Perhaps if I heavy squatted on day and reletively light DL'd (around 100/110kgs) and then lighter Squat load the next session (again around 100/110kg) with the heavier set of deadlifts later that session. Basically split up the intensity level over the sessions.

My program splits up as

Mon-Full Body Weights
Tues-HIIT cardio (30 mins max)

Any suggestions?


I rotate squats and deads on different days. But just do what works best for you. If you see results, continue. If you don't, change it.


I recently was in the same predicament as you. Since I hadn't progressed in the dead in a while and wanted to focus on posterior chain, I chose the deadlift as my main lower body exercise. I'll do light front squats on Tuesdays and go as heavy as I can with deadlifts on Saturdays. I don't expect any unrealistic carryover from my dead to my back squat, but I do expect my back squat to not regress, and since deadlift is my priority right now, that is totally fine. You might just have to prioritize which lift you want to progress in more?

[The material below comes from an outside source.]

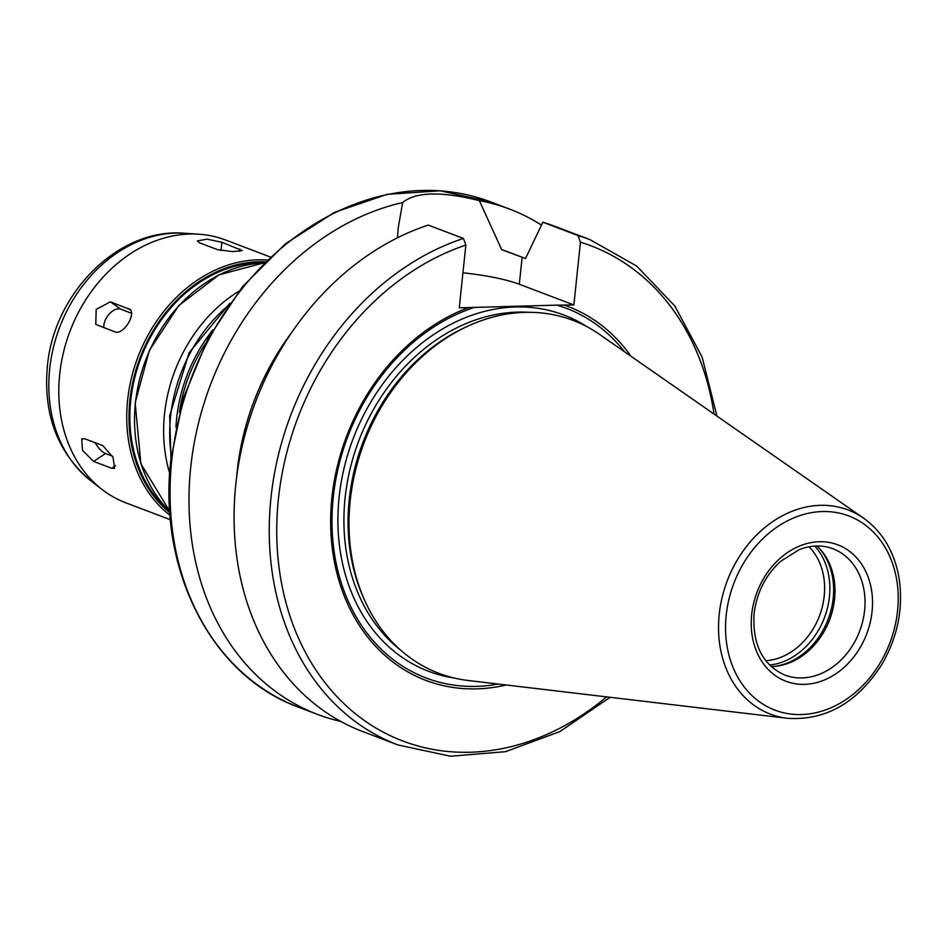 <?xml version="1.0" encoding="UTF-8"?>
<svg xmlns="http://www.w3.org/2000/svg" width="947" height="947" viewBox="0 0 947 947"><rect width="100%" height="100%" fill="white"/><g stroke="black" fill="none" stroke-linecap="round" stroke-linejoin="round"><path stroke-width="1.42" d="M130.295 310L128.425 308.675C138.061 311.314 123.678 335.889 114.871 331.829L95.777 324.407L96.192 309.385L110.385 301.821L129.455 309.231M131.503 313.256L120.707 309.148A13.518 7.872 -54.6 0 0 109.236 314.037A13.518 7.872 -54.6 0 0 103.898 327.662M111.651 468.256L93.611 461.414L82.567 450.441L81.667 438.923L84.875 438.816L102.903 445.67L113.013 457.259L114.611 468.303L111.651 468.256L115.605 465.64M95.221 442.746A13.518 5.362 -123.5 0 0 105.531 453.53L112.444 456.146M217.609 249.665L199.58 242.823L197.307 240.917L206.943 239.153L221.87 242.266L242.219 250.588L232.666 251.618L217.609 249.665M397.444 237.827L398.285 227.469L402.664 202.551C415.626 191.815 441.184 191.176 479.336 200.634L501.697 249.653L525.514 258.531L542.856 222.214L578.025 235.578L580.452 242.183L573.858 304.97L519.311 284.254A69.462 12.903 6 0 0 462.941 272.819M463.438 238.443L428.269 225.09A270.286 217.289 -69.2 0 0 236.691 476.886A270.286 217.289 -69.2 0 0 362.76 731.581L397.929 744.946A270.286 217.289 -69.2 0 1 271.848 490.25A270.286 217.289 -69.2 0 1 463.438 238.443L465.865 245.06L459.259 307.834L556.895 305.147A197.698 158.93 -69.2 0 1 624.452 351.716M573.858 304.97L556.895 305.147M479.336 200.634A270.286 217.289 -69.2 0 1 509.628 209.109A270.286 217.289 -69.2 0 1 541.483 225.09M340.813 721.46A270.286 217.289 -69.2 0 1 317.683 714.464A270.286 217.289 -69.2 0 1 190.714 467.368A270.286 217.289 -69.2 0 1 402.664 202.551M179.374 412.407A139.469 112.125 -69.2 0 1 205.665 343.193M175.929 427.168A140.547 112.989 -69.2 0 1 176.604 418.692A140.547 112.989 -69.2 0 1 212.886 329.864M169.477 511.084A137.848 110.823 -69.2 0 1 130.745 400.368A137.848 110.823 -69.2 0 1 263.763 262.816M170.436 519.749L125.714 502.762A140.547 112.989 -69.2 0 1 101.98 489.421A140.547 112.989 -69.2 0 1 59.697 374.278A140.547 112.989 -69.2 0 1 198.917 234.205A140.547 112.989 -69.2 0 1 225.528 239.982L270.25 256.968M809.046 546.786A64.87 52.144 -69.2 0 1 819.451 615.929A64.87 52.144 -69.2 0 1 765.768 660.722M814.763 546.064A68.657 55.186 -69.2 0 1 824.399 617.799A68.657 55.186 -69.2 0 1 769.568 665.054M818.776 547.768A68.657 55.186 -69.2 0 1 828.175 619.231A68.657 55.186 -69.2 0 1 773.699 666.439M816.906 545.981A67.568 54.322 -69.2 0 1 819.581 548.597A67.568 54.322 -69.2 0 1 829.608 619.776A67.568 54.322 -69.2 0 1 774.847 666.357A67.568 54.322 -69.2 0 1 771.118 666.534M787.466 718.311L468.173 680.491A188.796 151.78 -69.2 0 1 364.441 599.877A188.796 151.78 -69.2 0 1 350.201 500.738A188.796 151.78 -69.2 0 1 468.528 325.851A188.796 151.78 -69.2 0 1 599.617 334.433L863.51 518.116C882.178 531.575 893.944 551.036 898.786 576.51C903.734 606.956 898.099 636.254 881.87 664.427C857.26 702.769 825.796 720.726 787.466 718.311A109.213 87.799 -69.2 0 1 719.223 614.319A109.213 87.799 -69.2 0 1 863.51 518.116M364.441 599.877L363.305 597.32A186.228 149.709 -69.2 0 1 349.254 499.519A186.228 149.709 -69.2 0 1 465.971 327.011L468.528 325.851M498.229 684.054A197.698 158.93 -69.2 0 1 332.397 534.558A197.698 158.93 -69.2 0 1 475.027 307.207M564.554 305.206A200.018 160.801 -69.2 0 1 631.01 356.285M506.16 684.989A200.018 160.801 -69.2 0 1 331.722 543.389A200.018 160.801 -69.2 0 1 468.576 307.609M542.856 222.214A270.286 217.289 -69.2 0 1 554.705 226.238L589.874 239.591L636.656 266.036L674.82 306.011L702.106 357.055L716.926 416.088M501.697 249.653A229.742 184.701 -69.2 0 1 508.243 251.961L525.514 258.519M236.596 477.608A229.742 184.701 -69.2 0 1 291.747 332.409M120.707 309.148L110.385 301.821M105.531 453.53L93.611 461.414M221.006 250.576L221.87 242.266M239.662 251.417L239.911 249.108M519.311 284.254L522.14 257.253M317.683 714.464L298.743 707.267A270.286 217.289 -69.2 0 1 171.774 460.183A270.286 217.289 -69.2 0 1 490.688 201.924L509.628 209.109M171.3 455.543A140.547 112.989 -69.2 0 1 170.59 416.408A140.547 112.989 -69.2 0 1 228.263 305.573M169.714 473.322A140.547 112.989 -69.2 0 1 164.518 414.099A140.547 112.989 -69.2 0 1 238.881 291.214M169.762 511.297A140.547 112.989 -69.2 0 1 135.433 403.043A140.547 112.989 -69.2 0 1 264.13 262.852M169.868 512.777A138.925 111.687 -69.2 0 1 129.857 400.392A138.925 111.687 -69.2 0 1 265.184 261.81M170.058 515.334A140.547 112.989 -69.2 0 1 127.62 400.084A140.547 112.989 -69.2 0 1 267.03 260.023M101.98 489.421L90.652 480.65A136.238 109.532 -69.2 0 1 49.67 369.034A136.238 109.532 -69.2 0 1 184.618 233.258L198.917 234.205M832.863 548.739A67.568 54.322 -69.2 0 1 859.651 631.187A67.568 54.322 -69.2 0 1 784.885 675.069C762.666 665.102 752.392 644.741 754.061 613.976C756.665 592.881 765.436 575.385 780.387 561.488L799.232 549.627C811.046 545.081 822.256 544.785 832.863 548.739M751.681 614.556A72.978 58.667 -69.2 0 1 848.465 550.527A72.978 58.667 -69.2 0 1 835.479 674.051A72.978 58.667 -69.2 0 1 751.681 614.556M726.207 615.195A103.862 83.502 -69.2 0 1 863.96 524.07A103.862 83.502 -69.2 0 1 845.482 699.88A103.862 83.502 -69.2 0 1 726.207 615.195M400.486 649.997A186.228 149.709 -69.2 0 1 345.099 497.944A186.228 149.709 -69.2 0 1 528.746 312.297M454.015 677.981A190.548 153.189 -69.2 0 1 339.133 497.116A190.548 153.189 -69.2 0 1 587.353 326.904M580.452 242.183A264.876 212.945 -69.2 0 1 714.038 414.076M606.613 696.885A264.876 212.945 -69.2 0 1 288.728 612.176A264.876 212.945 -69.2 0 1 465.865 245.06M578.025 235.578A270.286 217.289 -69.2 0 1 589.874 239.591M170.981 458.395L169.679 415.733L189.092 352.817L229.92 303.218M169.773 511.368L140.878 463.734L135.161 402.842L149.318 350.532L178.723 305.621L219.006 274.843L264.177 262.804M90.652 480.65C57.613 452.654 43.171 414.656 47.35 366.655C53.494 293.499 118.328 227.375 184.618 233.258M610.117 697.3L559.831 731.605L505.544 751.669L450.464 756.227L397.929 744.946M298.743 707.267C211.702 675.957 157.77 570.65 170.862 459.508L183.517 397.716L207.819 339.062L242.432 286.775L285.473 243.746L334.587 212.341L387.098 194.336L440.13 190.773L490.688 201.924"/></g></svg>
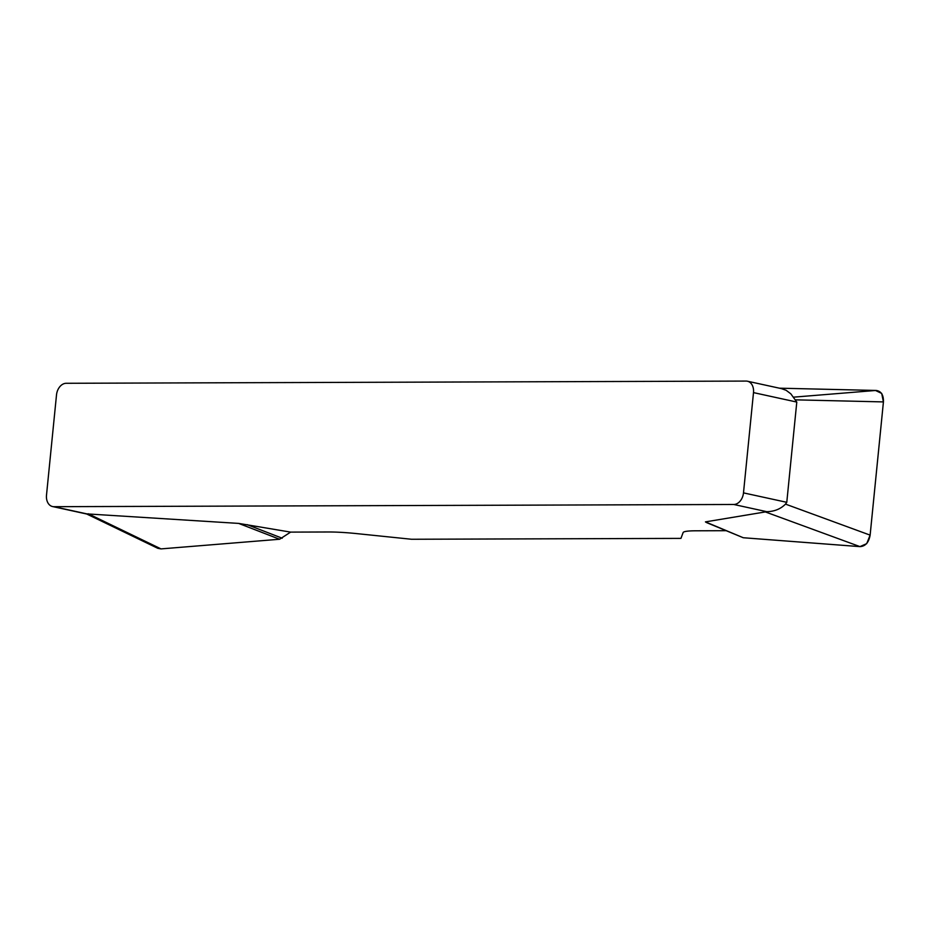 <?xml version="1.0" encoding="UTF-8"?>
<svg xmlns="http://www.w3.org/2000/svg" width="930" height="930" viewBox="0 0 930 930"><rect width="100%" height="100%" fill="white"/><g stroke="black" fill="none" stroke-linecap="round" stroke-linejoin="round"><path stroke-width="1.4" d="M86.653 513.988L52.557 506.548A11.695 8.451 -77.7 0 1 46.5 495.155L56.509 394.89A11.695 8.451 -77.7 0 1 66.216 383.288L746.092 381.079A11.695 8.451 -77.7 0 1 747.441 381.219L781.526 388.647M52.557 506.548A11.695 8.451 -77.7 0 0 53.894 506.687L86.932 513.895L238.638 523.404L290.625 532.111L279.616 539.249L161.018 548.898L157.809 548.316M725.912 530.693L695.582 530.798A38.99 4.255 -174.3 0 0 683.132 532.541L680.934 538.389L411.548 539.26L356.585 533.599A38.99 4.255 -174.3 0 0 328.72 531.983L290.625 532.111M706.358 522.474L705.44 521.881L766.808 511.686L733.782 504.478A11.695 8.451 -77.7 0 0 743.489 492.877L786.78 502.316L796.789 402.062L790.826 393.832L786.152 390.309L781.537 388.659M53.894 506.687L733.782 504.478M796.789 402.062L753.498 392.611L743.489 492.877M786.78 502.316L785.49 504.107C780.619 509.001 774.388 511.523 766.808 511.686M753.498 392.611A11.695 8.451 -77.7 0 0 747.441 381.219M876.258 390.461C881.245 391.228 883.628 395.041 883.43 401.911L870.131 535.134C868.829 542.423 865.446 546.259 860.006 546.631L743.268 537.738L706.881 522.718M793.732 397.145L875.514 390.484L881.71 393.425L883.419 402.004L870.131 535.041L866.713 543.643L859.936 546.619L743.268 537.738L705.44 521.881M282.232 538.226L247.148 524.648M279.616 539.249L238.638 523.404M860.006 546.631L764.344 511.558M785.49 504.107L870.131 535.134M883.43 401.911L795.894 399.853M88.21 513.755L161.018 548.898M876.176 390.461L779.387 388.182M157.554 548.189L86.374 513.837"/></g></svg>

And I'm not quite sure Westside guys do both in the same day. The very essence of their methodology is to pick ONE main lower lift and go balls to the wall on ME day with it. They might supplement a really heavy squat day with speed deads though... but in general I'm pretty sure they only do one of the lifts at max intensity per lower workout.


I squat and deadlift almost every workout. Doing them back to back sucks so space it out with something else. Rep out some pull-ups and let your lower back and hamstrings rest. I do starting strength so I mostly squat, bench and dead. The bench really serves as a much needed break.